We also want to point out that, although the models presented here are based on genetic adaptation, we would expect similar outcomes if adaptive phenotypes, in our case specialized cognitive styles, would develop via developmental plasticity. Whether plastic responses are to be expected depends mostly on the timescale on which local conditions change. When environmental conditions change intermediately fast, plastic development are favoured, while under very fast or very slow changing conditions, fixed development (adjusted by genetic adaptation) dominates [e.g. 44]. Anyhow, both fixed and plastic development should usually lead to phenotypes that are adapted to local conditions. We therefore expect, as mentioned in the introduction, that the general conclusions of the present study can be transferred to systems in which differences in cognitive styles are generated by plasticity.
In this study, we regard the interplay of five aspects: exploration, learning, environmental complexity (implemented as “resource composition”), predation pressure, and maximum lifespan. We chose these aspects because they are often investigated and discussed in regard to animal personality, coping or cognitive style.
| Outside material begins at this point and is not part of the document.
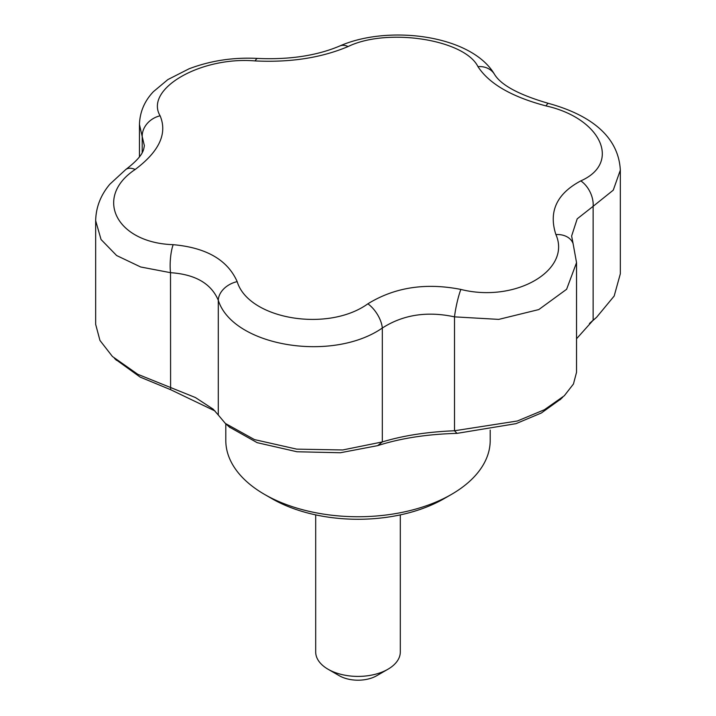<?xml version="1.0" encoding="UTF-8"?>
<svg xmlns="http://www.w3.org/2000/svg" width="716" height="716" viewBox="0 0 716 716"><rect width="100%" height="100%" fill="white"/><g stroke="black" fill="none" stroke-linecap="round" stroke-linejoin="round"><path stroke-width="1.07" d="M560.968 398.901L541.359 412.998L515.985 423.657L457.005 433.368C426.978 434.182 400.521 438.273 377.636 445.647L340.386 452.745L296.988 451.76L257.187 442.676L229.415 427.067M215.051 410.993L170.596 389.674L140.175 377.108L115.276 359.146M576.541 338.766L593.134 320.222L589.429 323.525M218.291 415.02L225.343 423.425L254.484 439.597L296.746 449.138L342.758 449.961L382.317 441.933C403.117 435.596 427.184 431.873 454.508 430.764L517.391 420.99L544.384 409.749L564.306 395.76L573.444 384.018L576.541 372.284L576.541 262.656L566.607 289.291L538.79 309.572L498.748 319.39L454.508 316.857C427.166 310.977 403.099 314.7 382.317 328.026C331.991 362.896 232.709 346.168 218.291 300.264C211.166 283.527 195.244 274.335 170.506 272.68L140.658 266.978L116.627 255.531L101.054 239.52L95.667 220.707C95.962 207.264 100.688 195.101 109.825 184.227L125.846 169.468A21.149 11.322 -125.7 0 1 135.19 169.468C93.25 197.222 116.198 242.876 173.165 244.675C206.271 247.62 227.607 259.935 237.175 281.63A21.149 15.501 159.2 0 0 218.291 300.264L218.291 415.02L213.198 409.194L195.477 397.568L137.785 374.298L112.439 356.496L99.954 340.44L95.667 324.375L95.667 220.707M225.8 423.845L225.8 440.421A132.2 76.326 0 0 0 264.517 494.389A132.2 76.326 0 0 0 451.483 494.389A132.2 76.326 0 0 0 490.2 440.421L490.2 430.065M377.636 445.647L382.317 441.933L382.317 328.026A21.149 10.695 -123.2 0 0 367.881 303.808C394.65 287.304 425.635 282.516 460.853 289.425C515.198 303.154 571.789 270.406 555.893 234.553C548.429 211.614 556.735 193.723 580.81 180.88C621.757 162.836 600.948 118.167 546.022 105.914C511.788 96.875 489.1 83.781 477.957 66.624C464.559 39.398 387.159 27.468 348.119 46.54C321.35 57.826 290.365 62.623 255.147 60.923C200.802 56.278 144.211 89.008 160.107 115.795C167.571 133.525 159.265 151.416 135.19 169.468M237.175 281.63C248.479 319.184 327.749 332.743 367.881 303.808M457.005 433.368L454.508 430.764L454.508 316.857A21.149 2.882 -77.7 0 1 460.853 289.425M173.165 244.675A21.149 5.352 93.6 0 0 170.506 272.68L170.596 389.674M576.541 262.656L573.086 243.565A21.149 15.573 159.9 0 0 555.893 234.553M477.957 66.624A21.149 17.631 149.3 0 1 494.523 74.374C501.093 85.195 519.136 94.879 548.626 103.426C586.511 113.862 618.364 133.937 620.333 170.139L613.263 190.152L593.134 206.306A21.149 13.613 -116.4 0 0 580.81 180.88M592.633 320.795L596.571 317.313L593.134 320.222L593.134 206.306L577.203 218.836L571.619 236.029L573.086 243.565M160.107 115.795A21.149 17.864 154.2 0 0 142.207 136.55L139.459 124.495C139.853 112 144.498 101.063 153.385 91.684L167.875 79.574L189.051 68.799C210.656 60.609 233.577 57.155 257.805 58.444A21.149 5.173 -86.6 0 0 255.147 60.923M144.381 145.733L142.207 136.55L142.207 152.615M548.626 103.426A21.149 3.723 104.1 0 0 546.022 105.914M596.571 317.313L614.167 296.048L620.333 273.798L620.333 170.157M348.119 46.54A21.149 12.986 -113.9 0 0 339.697 46.021C316.857 55.669 289.559 59.813 257.805 58.444M264.517 494.389L271.999 498.703A121.622 70.222 0 0 0 444.001 498.703L451.483 494.389M315.693 514.885L315.693 651.981A42.307 24.425 0 0 0 328.089 669.254A42.307 24.425 0 0 0 387.911 669.254A42.307 24.425 0 0 0 400.307 651.981L400.307 514.885M339.303 675.725L328.089 669.254L339.303 675.725A26.438 15.269 0 0 0 376.697 675.725L387.911 669.254M144.381 145.724C143.469 149.116 144.784 154.942 125.846 169.468M139.459 156.777L139.459 124.512M494.523 74.374C471.513 34.851 388.206 24.523 339.697 46.021M562.758 397.183L559.993 399.832M114.488 358.394L116.52 360.336M226.578 424.516L230.087 427.676"/></g></svg>

However, of course, many other aspects of the environment and the species living in it are likely to influence the evolution of cognitive styles. For example, instead of handling resources, other environmental aspects may need to be learned, such as navigation through space [45], or nest-building [46]. Also, when interacting with conspecifics, cognitive styles may strongly be influenced by social learning skills. If learning is involved in interactions with other intelligent agents such as conspecifics or predators, interesting dynamics may occur in the evolution of cognitive styles. This may be a worthy field of further investigations which may help to understand the evolution of animal intelligence in general.
As a final remark we want to point out that there has been much work done, both theoretical and experimental, on the co-existence of competing species and some general conclusions may be transferable to a within-species context. Thereby, the scientific younger field of individual differences (i.e. behavioural types, coping styles, animal personality or cognitive styles) may benefit from decade-long research of interactions between species. On the other hand, no such generalisations may be possible when within-species processes such as sexual selection or kin competition are involved.